Does Crypto Qualify As a Security: Lawyers Question SEC Chair

  • Attorneys argue that the SEC lacks the ability to regulate any token
  • The SEC is pushing for more regulatory monitoring of cryptocurrency platforms
  • The Howey test is still used to test whether an asset is a security.

Attorneys who specialise in cryptocurrencies have criticized the Chairman of the U.S. Securities and Exchange Commission, who stated in a recent interview that all cryptocurrencies other than Bitcoin are securities subject to the SEC’s oversight. 

Gary Gensler, the chairman of the Securities and Exchange Commission (SEC), said that every crypto token other than Bitcoin falls under the agency’s authority in a recent interview with New York Magazine on cryptocurrencies.

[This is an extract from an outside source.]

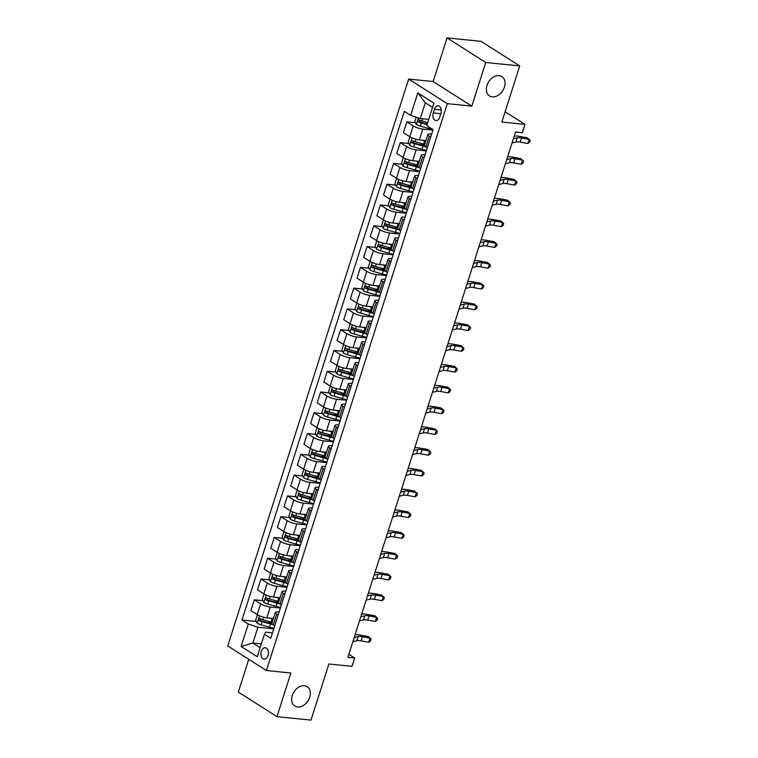 <?xml version="1.0" encoding="UTF-8"?>
<svg xmlns="http://www.w3.org/2000/svg" width="758" height="758" viewBox="0 0 758 758"><rect width="100%" height="100%" fill="white"/><g stroke="black" fill="none" stroke-linecap="round" stroke-linejoin="round"><path stroke-width="1.14" d="M304.394 685.715A11.493 8.319 -57.5 0 1 307.17 686.653A11.493 8.319 -57.5 0 1 308.98 699.065A11.493 8.319 -57.5 0 1 297.6 706.987A11.493 8.319 -57.5 0 1 294.824 706.049A11.493 8.319 -57.5 0 1 293.014 693.636A11.493 8.319 -57.5 0 1 304.394 685.715M499.105 75.601A11.493 8.319 -57.5 0 1 501.881 76.549A11.493 8.319 -57.5 0 1 503.691 88.961A11.493 8.319 -57.5 0 1 492.312 96.882A11.493 8.319 -57.5 0 1 489.535 95.944A11.493 8.319 -57.5 0 1 487.726 83.532A11.493 8.319 -57.5 0 1 499.105 75.601M268.029 655.575A5.742 3.724 -84.2 0 0 265.262 647.73A5.742 3.724 -84.2 0 0 261.339 651.321A5.742 3.724 -84.2 0 0 264.106 659.166A5.742 3.724 -84.2 0 0 268.029 655.575M248.757 659.308L238.306 692.063L276.964 716.651L310.979 720.1L328.887 663.989L352.015 666.339L354.668 658.02L348.832 654.306M408.657 79.059L227.741 645.939L266.399 670.536L447.315 103.657L408.657 79.059L433.14 81.542L471.798 106.129L485.726 62.497L447.068 37.9L433.14 81.542M447.068 37.9L481.084 41.349L519.742 65.937L501.843 122.047L524.972 124.388L505.122 111.758M485.726 62.497L519.742 65.937M524.972 124.388L522.319 132.697L515.516 132.015L347.865 657.338L354.668 658.02M434.457 109.275L433.292 112.933A5.571 3.61 -84.2 0 0 435.964 120.531A5.571 3.61 -84.2 0 0 439.763 117.054L440.929 113.397A5.571 3.61 -84.2 0 0 438.257 105.798A5.571 3.61 -84.2 0 0 434.457 109.275L441.279 109.967M432.553 107.352L425.314 102.747L420.273 118.542L410.656 115.33L404.327 111.312L241.982 620.006L256.28 621.456M410.656 115.33L417.819 92.883L433.908 103.126L426.745 125.563L433.064 129.59L270.72 638.283L264.4 634.266L257.237 656.712L241.139 646.47L248.302 624.033L241.982 620.006M471.798 106.129L447.315 103.657M276.964 716.651L290.882 673.019L266.399 670.536M264.4 634.266L265.66 632.163L272.454 632.845M278.158 614.965L276.746 614.065A7.182 1.696 -162.3 0 1 275.344 612.436A7.182 1.696 -162.3 0 1 278.006 611.952L279.086 612.066M284.79 594.187L283.378 593.287A7.182 1.696 -162.3 0 1 281.976 591.647A7.182 1.696 -162.3 0 1 284.638 591.174L285.719 591.287M291.423 573.408L290.001 572.508A7.182 1.696 -162.3 0 1 288.609 570.869A7.182 1.696 -162.3 0 1 291.271 570.395L292.351 570.509M298.055 552.629L296.634 551.72A7.182 1.696 -162.3 0 1 295.241 550.09A7.182 1.696 -162.3 0 1 297.903 549.616L298.984 549.721M304.688 531.841L303.266 530.941A7.182 1.696 -162.3 0 1 301.874 529.311A7.182 1.696 -162.3 0 1 304.536 528.838L305.616 528.942M311.32 511.063L309.899 510.162A7.182 1.696 -162.3 0 1 308.497 508.533A7.182 1.696 -162.3 0 1 311.168 508.059L312.249 508.163M317.953 490.284L316.531 489.384A7.182 1.696 -162.3 0 1 315.129 487.754A7.182 1.696 -162.3 0 1 317.801 487.271L318.872 487.385M324.585 469.505L323.164 468.605A7.182 1.696 -162.3 0 1 321.762 466.966A7.182 1.696 -162.3 0 1 324.424 466.492L325.504 466.606M331.218 448.727L329.796 447.826A7.182 1.696 -162.3 0 1 328.394 446.187A7.182 1.696 -162.3 0 1 331.056 445.713L332.137 445.827M337.85 427.948L336.429 427.038A7.182 1.696 -162.3 0 1 335.027 425.409A7.182 1.696 -162.3 0 1 337.689 424.935L338.769 425.049M344.473 407.16L343.061 406.26A7.182 1.696 -162.3 0 1 341.659 404.63A7.182 1.696 -162.3 0 1 344.321 404.156L345.402 404.26M351.106 386.381L349.694 385.481A7.182 1.696 -162.3 0 1 348.292 383.851A7.182 1.696 -162.3 0 1 350.954 383.377L352.034 383.482M357.738 365.602L356.326 364.702A7.182 1.696 -162.3 0 1 354.924 363.073A7.182 1.696 -162.3 0 1 357.587 362.599L358.667 362.703M364.371 344.824L362.959 343.924A7.182 1.696 -162.3 0 1 361.557 342.294A7.182 1.696 -162.3 0 1 364.219 341.811L365.299 341.924M371.003 324.045L369.591 323.145A7.182 1.696 -162.3 0 1 368.189 321.506A7.182 1.696 -162.3 0 1 370.851 321.032L371.932 321.146M377.636 303.266L376.224 302.366A7.182 1.696 -162.3 0 1 374.822 300.727A7.182 1.696 -162.3 0 1 377.484 300.253L378.564 300.367M384.268 282.488L382.847 281.578A7.182 1.696 -162.3 0 1 381.454 279.948A7.182 1.696 -162.3 0 1 384.116 279.475L385.197 279.579M390.901 261.7L389.479 260.799A7.182 1.696 -162.3 0 1 388.087 259.17A7.182 1.696 -162.3 0 1 390.749 258.696L391.829 258.8M397.533 240.921L396.112 240.021A7.182 1.696 -162.3 0 1 394.719 238.391A7.182 1.696 -162.3 0 1 397.381 237.917L398.462 238.021M404.166 220.142L402.744 219.242A7.182 1.696 -162.3 0 1 401.342 217.612A7.182 1.696 -162.3 0 1 404.014 217.129L405.085 217.243M410.798 199.363L409.377 198.463A7.182 1.696 -162.3 0 1 407.975 196.824A7.182 1.696 -162.3 0 1 410.637 196.35L411.717 196.464M417.431 178.585L416.009 177.685A7.182 1.696 -162.3 0 1 414.607 176.046A7.182 1.696 -162.3 0 1 417.27 175.572L418.35 175.685M424.063 157.806L422.642 156.897A7.182 1.696 -162.3 0 1 421.24 155.267A7.182 1.696 -162.3 0 1 423.902 154.793L424.982 154.897M430.686 137.018L429.274 136.118A7.182 1.696 -162.3 0 1 427.872 134.488A7.182 1.696 -162.3 0 1 430.535 134.014L431.615 134.119M261.33 643.883L252.888 643.03L260.127 647.635M428.715 119.394L420.273 118.542M432.894 130.111L422.803 129.097A7.182 1.696 -162.3 0 1 413.186 125.885L406.866 121.858L415.441 122.73M425.93 140.562L419.354 139.898A7.182 1.696 -162.3 0 1 409.737 136.686L403.417 132.669L406.866 121.858M426.261 150.899L416.17 149.876A7.182 1.696 -162.3 0 1 406.553 146.664L400.233 142.646L408.818 143.508M419.307 161.34L412.722 160.677A7.182 1.696 -162.3 0 1 403.104 157.465L396.785 153.448L400.233 142.646M419.629 171.678L409.538 170.654A7.182 1.696 -162.3 0 1 399.921 167.442L393.601 163.425L402.185 164.287M412.674 182.128L406.089 181.456A7.182 1.696 -162.3 0 1 396.472 178.253L390.152 174.226L393.601 163.425M412.996 192.456L402.905 191.433A7.182 1.696 -162.3 0 1 393.288 188.221L386.968 184.203L395.553 185.075M406.042 202.907L399.466 202.244A7.182 1.696 -162.3 0 1 389.839 199.032L383.52 195.005L386.968 184.203M406.364 213.235L396.282 212.212A7.182 1.696 -162.3 0 1 386.656 209L380.336 204.982L388.92 205.854M399.409 223.686L392.834 223.023A7.182 1.696 -162.3 0 1 383.207 219.811L376.887 215.784L380.336 204.982M399.741 234.014L389.65 232.99A7.182 1.696 -162.3 0 1 380.023 229.788L373.703 225.761L382.288 226.633M392.777 244.464L386.201 243.801A7.182 1.696 -162.3 0 1 376.574 240.589L370.255 236.572L373.703 225.761M393.108 254.792L383.017 253.778A7.182 1.696 -162.3 0 1 373.391 250.566L367.071 246.54L375.655 247.411M386.144 265.243L379.569 264.58A7.182 1.696 -162.3 0 1 369.942 261.368L363.622 257.35L367.071 246.54M386.476 275.58L376.385 274.557A7.182 1.696 -162.3 0 1 366.758 271.345L360.438 267.318L369.023 268.19M379.512 286.022L372.936 285.359A7.182 1.696 -162.3 0 1 363.309 282.147L356.99 278.129L360.438 267.318M379.843 296.359L369.752 295.336A7.182 1.696 -162.3 0 1 360.126 292.124L353.806 288.106L362.39 288.969M372.879 306.81L366.304 306.137A7.182 1.696 -162.3 0 1 356.677 302.935L350.357 298.908L353.806 288.106M373.211 317.138L363.12 316.114A7.182 1.696 -162.3 0 1 353.493 312.902L347.173 308.885L355.758 309.757M366.247 327.589L359.671 326.916A7.182 1.696 -162.3 0 1 350.044 323.713L343.725 319.686L347.173 308.885M366.578 337.916L356.487 336.893A7.182 1.696 -162.3 0 1 346.87 333.681L340.541 329.664L349.125 330.535M359.614 348.367L353.038 347.704A7.182 1.696 -162.3 0 1 343.421 344.492L337.092 340.465L340.541 329.664M359.946 358.695L349.855 357.672A7.182 1.696 -162.3 0 1 340.238 354.469L333.908 350.442L342.493 351.314M352.982 369.146L346.406 368.483A7.182 1.696 -162.3 0 1 336.789 365.271L330.46 361.253L333.908 350.442M353.313 379.474L343.222 378.46A7.182 1.696 -162.3 0 1 333.605 375.248L327.285 371.221L335.86 372.093M346.349 389.925L339.774 389.261A7.182 1.696 -162.3 0 1 330.156 386.049L323.837 382.032L327.285 371.221M346.681 400.252L336.59 399.239A7.182 1.696 -162.3 0 1 326.973 396.027L320.653 392L329.228 392.871M339.717 410.703L333.141 410.04A7.182 1.696 -162.3 0 1 323.524 406.828L317.204 402.811L320.653 392M340.048 421.041L329.957 420.017A7.182 1.696 -162.3 0 1 320.34 416.805L314.02 412.788L322.595 413.65M333.084 431.491L326.509 430.819A7.182 1.696 -162.3 0 1 316.891 427.607L310.572 423.589L314.02 412.788M333.416 441.819L323.325 440.796A7.182 1.696 -162.3 0 1 313.708 437.584L307.388 433.567L315.972 434.429M326.461 452.27L319.876 451.597A7.182 1.696 -162.3 0 1 310.259 448.395L303.939 444.368L307.388 433.567M326.783 462.598L316.692 461.575A7.182 1.696 -162.3 0 1 307.075 458.363L300.755 454.345L309.34 455.217M319.829 473.049L313.244 472.386A7.182 1.696 -162.3 0 1 303.626 469.174L297.307 465.147L300.755 454.345M320.151 483.377L310.069 482.353A7.182 1.696 -162.3 0 1 300.443 479.151L294.123 475.124L302.707 475.996M313.196 493.828L306.62 493.164A7.182 1.696 -162.3 0 1 296.994 489.952L290.674 485.935L294.123 475.124M313.518 504.155L303.437 503.132A7.182 1.696 -162.3 0 1 293.81 499.929L287.49 495.903L296.075 496.774M306.564 514.606L299.988 513.943A7.182 1.696 -162.3 0 1 290.361 510.731L284.042 506.714L287.49 495.903M306.895 524.934L296.804 523.92A7.182 1.696 -162.3 0 1 287.178 520.708L280.858 516.681L289.442 517.553M299.931 535.385L293.355 534.722A7.182 1.696 -162.3 0 1 283.729 531.51L277.409 527.492L280.858 516.681M300.263 545.722L290.172 544.699A7.182 1.696 -162.3 0 1 280.545 541.487L274.225 537.469L282.81 538.332M293.299 556.173L286.723 555.5A7.182 1.696 -162.3 0 1 277.096 552.288L270.777 548.271L274.225 537.469M293.63 566.501L283.539 565.477A7.182 1.696 -162.3 0 1 273.913 562.265L267.593 558.248L276.177 559.11M286.666 576.952L280.09 576.279A7.182 1.696 -162.3 0 1 270.464 573.076L264.144 569.05L267.593 558.248M286.998 587.279L276.907 586.256A7.182 1.696 -162.3 0 1 267.28 583.044L260.96 579.027L269.545 579.898M280.034 597.73L273.458 597.067A7.182 1.696 -162.3 0 1 263.831 593.855L257.512 589.828L260.96 579.027M280.365 608.058L270.274 607.035A7.182 1.696 -162.3 0 1 260.648 603.823L254.328 599.805L262.912 600.677M273.401 618.509L266.825 617.846A7.182 1.696 -162.3 0 1 257.208 614.634L250.879 610.607L254.328 599.805M273.733 628.837L257.928 627.236L252.888 643.03L241.139 646.47M426.536 123.857L427.266 123.924M267.366 622.574L271.951 623.038M273.998 601.795L278.584 602.259M280.631 581.016L285.216 581.481M287.263 560.238L291.849 560.702M293.896 539.459L298.481 539.923M300.528 518.68L305.114 519.145M307.161 497.892L311.746 498.357M313.793 477.114L318.379 477.578M320.426 456.335L325.011 456.799M327.058 435.556L331.644 436.021M333.691 414.778L338.276 415.242M340.323 393.999L344.909 394.463M346.946 373.211L351.541 373.675M353.579 352.432L358.174 352.896M360.211 331.653L364.797 332.118M366.844 310.875L371.429 311.339M373.476 290.096L378.062 290.56M380.109 269.317L384.694 269.782M386.741 248.539L391.327 249.003M393.374 227.751L397.959 228.215M400.006 206.972L404.592 207.436M406.639 186.193L411.224 186.657M413.271 165.415L417.857 165.879M419.904 144.636L424.489 145.1M427.247 147.829L425.825 146.929A7.182 1.696 -162.3 0 1 424.423 145.29L427.872 134.488M420.614 168.608L419.193 167.708A7.182 1.696 -162.3 0 1 417.791 166.078L421.24 155.267M413.982 189.386L412.56 188.486A7.182 1.696 -162.3 0 1 411.158 186.856L414.607 176.046M407.349 210.165L405.928 209.265A7.182 1.696 -162.3 0 1 404.526 207.635L407.975 196.824M400.717 230.944L399.295 230.044A7.182 1.696 -162.3 0 1 397.893 228.414L401.342 217.612M394.084 251.732L392.663 250.822A7.182 1.696 -162.3 0 1 391.27 249.192L394.719 238.391M387.452 272.51L386.03 271.61A7.182 1.696 -162.3 0 1 384.638 269.971L388.087 259.17M380.819 293.289L379.398 292.389A7.182 1.696 -162.3 0 1 378.005 290.75L381.454 279.948M374.187 314.068L372.775 313.168A7.182 1.696 -162.3 0 1 371.373 311.538L374.822 300.727M367.554 334.846L366.142 333.946A7.182 1.696 -162.3 0 1 364.74 332.317L368.189 321.506M360.922 355.625L359.51 354.725A7.182 1.696 -162.3 0 1 358.108 353.095L361.557 342.294M354.289 376.413L352.877 375.504A7.182 1.696 -162.3 0 1 351.475 373.874L354.924 363.073M347.657 397.192L346.245 396.292A7.182 1.696 -162.3 0 1 344.843 394.653L348.292 383.851M341.024 417.971L339.612 417.071A7.182 1.696 -162.3 0 1 338.21 415.431L341.659 404.63M334.401 438.749L332.98 437.849A7.182 1.696 -162.3 0 1 331.578 436.22L335.027 425.409M327.769 459.528L326.347 458.628A7.182 1.696 -162.3 0 1 324.945 456.998L328.394 446.187M321.136 480.307L319.715 479.407A7.182 1.696 -162.3 0 1 318.313 477.777L321.762 466.966M314.504 501.095L313.082 500.185A7.182 1.696 -162.3 0 1 311.68 498.556L315.129 487.754M307.871 521.874L306.45 520.973A7.182 1.696 -162.3 0 1 305.057 519.334L308.497 508.533M301.239 542.652L299.817 541.752A7.182 1.696 -162.3 0 1 298.425 540.113L301.874 529.311M294.606 563.431L293.185 562.531A7.182 1.696 -162.3 0 1 291.792 560.901L295.241 550.09M287.974 584.21L286.562 583.309A7.182 1.696 -162.3 0 1 285.16 581.68L288.609 570.869M281.341 604.988L279.929 604.088A7.182 1.696 -162.3 0 1 278.527 602.458L281.976 591.647M248.302 624.033L257.928 627.236M274.709 625.776L273.297 624.867A7.182 1.696 -162.3 0 1 271.895 623.237L275.344 612.436M425.314 102.747L417.819 92.883M513.337 138.856L517.344 137.814A8.982 2.122 -162.3 0 1 521.551 137.984L529.169 139.368L527.379 137.823L519.761 136.44A13.464 3.174 17.7 0 0 514.227 136.042M512.01 143.006L516.018 141.964A8.982 2.122 -162.3 0 1 520.225 142.144L527.843 143.527L529.169 139.368L530.259 140.514L529.728 142.182L527.843 143.527M416.199 117.177L414.816 121.517L416.369 124.511A4.756 1.118 17.7 0 0 420.264 126.112L428.621 128.462A13.739 3.24 17.7 0 0 432.856 129.457M427.692 122.588L421.903 120.958A4.756 1.118 -162.3 0 1 418.966 119.868C417.724 120.001 417.516 120.664 418.331 121.867A4.756 1.118 17.7 0 0 421.268 122.957L427.057 124.577M427.228 124.047L421.107 122.332A2.426 0.569 -162.3 0 1 420.292 122.066L419.629 120.683M506.704 159.635L510.721 158.593A8.982 2.122 -162.3 0 1 514.919 158.773L522.537 160.146L520.746 158.602L513.128 157.228A13.464 3.174 17.7 0 0 507.595 156.821M505.378 163.785L509.395 162.752A8.982 2.122 -162.3 0 1 513.592 162.923L521.21 164.306L522.537 160.146L523.626 161.293L523.096 162.961L521.21 164.306M500.072 180.413L504.089 179.371A8.982 2.122 -162.3 0 1 508.286 179.551L515.904 180.925L514.114 179.381L506.496 178.007A13.464 3.174 17.7 0 0 500.962 177.599M498.745 184.564L502.762 183.531A8.982 2.122 -162.3 0 1 506.96 183.701L514.578 185.085L515.904 180.925L517.003 182.081L516.473 183.739L514.578 185.085M493.439 201.192L497.456 200.15A8.982 2.122 -162.3 0 1 501.654 200.33L509.272 201.704L507.481 200.159L499.863 198.786A13.464 3.174 17.7 0 0 494.33 198.388M492.113 205.352L496.13 204.309A8.982 2.122 -162.3 0 1 500.327 204.489L507.945 205.863L509.272 201.704L510.371 202.86L509.84 204.518L507.945 205.863M410.628 137.198L409.775 137.312L408.183 142.296L409.737 145.29A4.756 1.118 17.7 0 0 413.631 146.891L421.988 149.241A13.739 3.24 17.7 0 0 426.46 150.283M421.893 140.154L424.641 140.931A13.739 3.24 17.7 0 0 425.721 141.215M425.153 140.486A11.398 2.691 17.7 0 0 425.901 140.675M424.717 144.38A13.739 3.24 -162.3 0 1 423.637 144.086L415.28 141.737A4.756 1.118 -162.3 0 1 412.333 140.656C411.101 140.78 410.883 141.443 411.698 142.646A4.756 1.118 17.7 0 0 414.635 143.736L423.002 146.076A13.739 3.24 17.7 0 0 425.522 146.72M424.613 145.915A11.398 2.691 -162.3 0 1 422.831 145.46L414.474 143.11A2.426 0.569 -162.3 0 1 413.66 142.845L412.996 141.462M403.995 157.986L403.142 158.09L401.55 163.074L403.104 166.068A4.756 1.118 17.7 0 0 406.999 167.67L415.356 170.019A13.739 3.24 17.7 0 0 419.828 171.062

He asserted that other cryptocurrency ventures are securities since Bitcoin does not have an intermediate group from which the public expects profits.

SEC’s limitations

Pro-cryptocurrency attorney Jake Chervinsky, policy lead at Blockchain Association, a bitcoin advocacy group, stated on Twitter that Gensler’s opinion is not the law. 

Until and unless the SEC establishes its jurisdiction over each specific token in court, he continued, it lacks the ability to regulate any token. 

A lawyer who chimed in on the debate, Logan Bolinger, tweeted that Gensler’s views on what constitutes a security or not are not legally conclusive, or the final legal judgement. 

Gensler’s remarks, according to Jason Brett, the policy director at the advocacy group Bitcoin Policy Institute, “shouldn’t be welcomed, but feared.”

In a series of tweets, Gabriel Shapiro, general counsel at investment firm Delphi Laboratories, described the SEC’s almost impossible enforcement requirements on the industry in order to uphold its regulation. 

Gensler claims that over 12,300 tokens totaling $663 billion are unregistered securities that are prohibited in the United States. As Chervinsky mentioned, the agency would have to sue each token creator because there are over 12,300 tokens.

SEC registered for National Exchange?

More regulatory monitoring of cryptocurrency platforms and products that could be involved in the offering and sale of securities is being pushed for by the SEC. Unlike other assets like commodities, securities are carefully regulated and need thorough disclosures to alert investors of potential dangers. 

Since the creation of cryptocurrency in 2009, there has been much discussion about how to precisely classify the elements of this brand-new, decentralised financial ecosystem.

The SEC bases its definition of a token as a security on legal criteria like the so-called Howey Test.

Dennis Kelleher, CEO of Better Markets, a Washington, D.C. based organization that advocates for stricter financial protections, claimed that the SEC consistently applied long-standing, well-known, and explicit securities regulations to cryptocurrency activity. He further stated that the primary issue is that the cryptocurrency sector has consciously opted not to abide by these securities laws.

This unofficial benchmark for what constitutes improper digital assets has now been established by a number of cases. How the SEC is supporting Gensler’s claim that practically all of the tokens in circulation are securities is the trillion-dollar question. Last week, the chairman stated that any token, almost always has business interests attached, checking one of the boxes for what his agency considers while conducting its securities testing.